ROSA Linux Bugzilla – Bug 4762
eGroupware 14.1 needs Packaging due to Samba 4 bugs.
Last modified: 2015-06-03 15:17:05 MSD
eGroupware 1.8.007 has a severe bug that will at the best delete LDAP user accounts, and at worst corrupt the LDAP Database when used with a Samba 4 Active Directory.
Because of this the maintainer of eGroupware suggests everyone migrate to eGroupware 14.1 which officially supports a Samba 4 AD.
eGroupware 14.1 has many new dependencies which exist as Pear Modules. Import from OpenSuse Reccommended.

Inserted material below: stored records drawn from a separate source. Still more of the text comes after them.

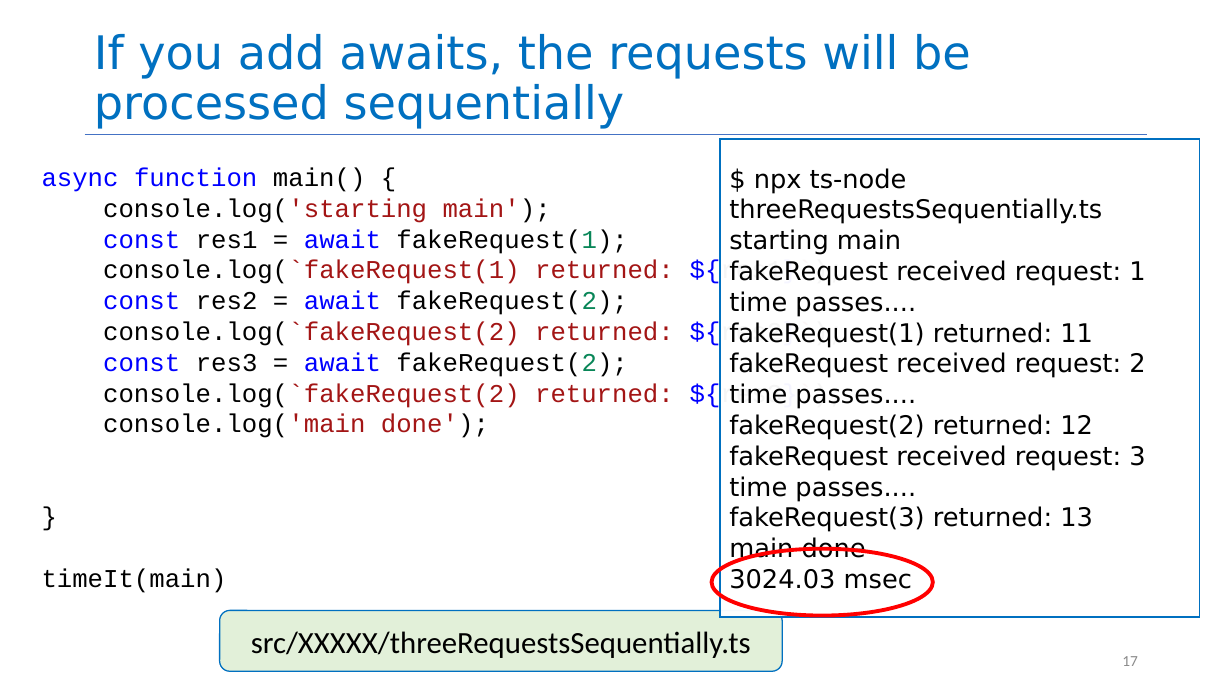
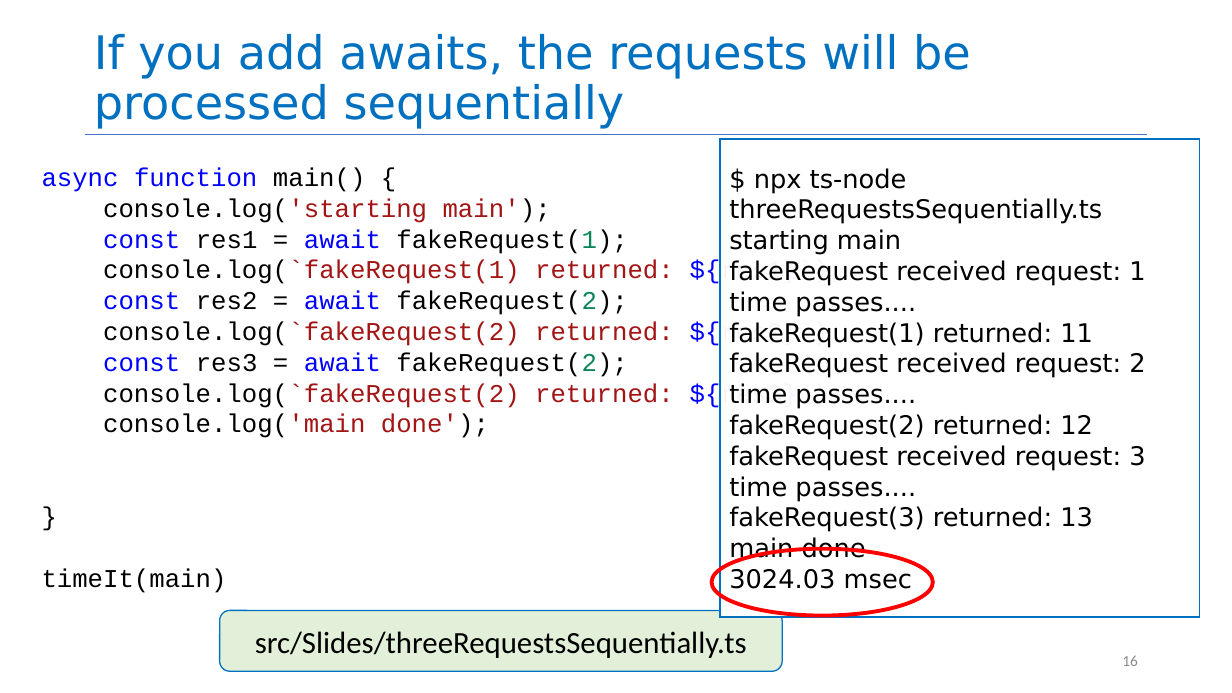
Before and after one commit to yashburshe/CS4530-Fall-2025, a slide deck: slide 16 of Slides/Module 06 Concurrency Patterns in Typescript.pptx (slide 17 before the commit). Drawn at 1232x693 pixels with LibreOffice and Linux fonts; fonts in the diff are those of the drawing. Boxes give left, top, right and bottom in pixels: in the first picture for what was removed or moved away, otherwise in the second. Text is boxed around its words. In the diff, an @@ line names an element or a change of style, - is before the commit and + after.

```diff
--- a/Slides/Module 06 Concurrency Patterns in Typescript.pptx
+++ b/Slides/Module 06 Concurrency Patterns in Typescript.pptx
@@ text in rounded rectangle at [255, 631, 747, 658]: text changed @@
-src/XXXXX/threeRequestsSequentially.ts
+src/Slides/threeRequestsSequentially.ts
@@ page number at [1122, 655, 1138, 666]: text changed @@
-17
+16
```
Also in this commit, not shown: 11 other slides changed, 1 slide removed, 6 other files.

The current version of eGroupware is 14.2, fixing security bugs for eGroupware 14.1.
Let me explain: the behaviour of most LDAP applications is to issue an ldap modify command to any existing LDAP entry in the tree and edit or add only the existing object classes connected to that entry in the tree. All Applications except OpenLDAP do this to avoid running a foul an Object Class Constraint Violation.
eGroupware 1.8 reads the entire entry into a temporary space, makes changes in that space, then issues a drop command to delete the entire entry, then an add command to add a new entry with its changes. If for any reason a constraint violation or an object class violation occurs, the new entry won't be re-added, and eGroupware will error out.
ACLs in both modern versions of OpenLDAP and Samba 4.1 can run a foul of this.
Reccommended action is to import the Suse eGroupware Packages and Rosa Horde Packages.
egroupware 14.2.20150501 has been published to contrib. Though I didn't have a chance to check if all of its components work correctly.
This application is extremely complex and difficult to administer. What tests did you run?
I have only checked that after installation of a new package, its web interface works fine and setup can be launched.
Meanwhile, I have recently pushed fixed version of egroupware to ABF - in the previous build, wrong apache config was used. The new builds should become available soon.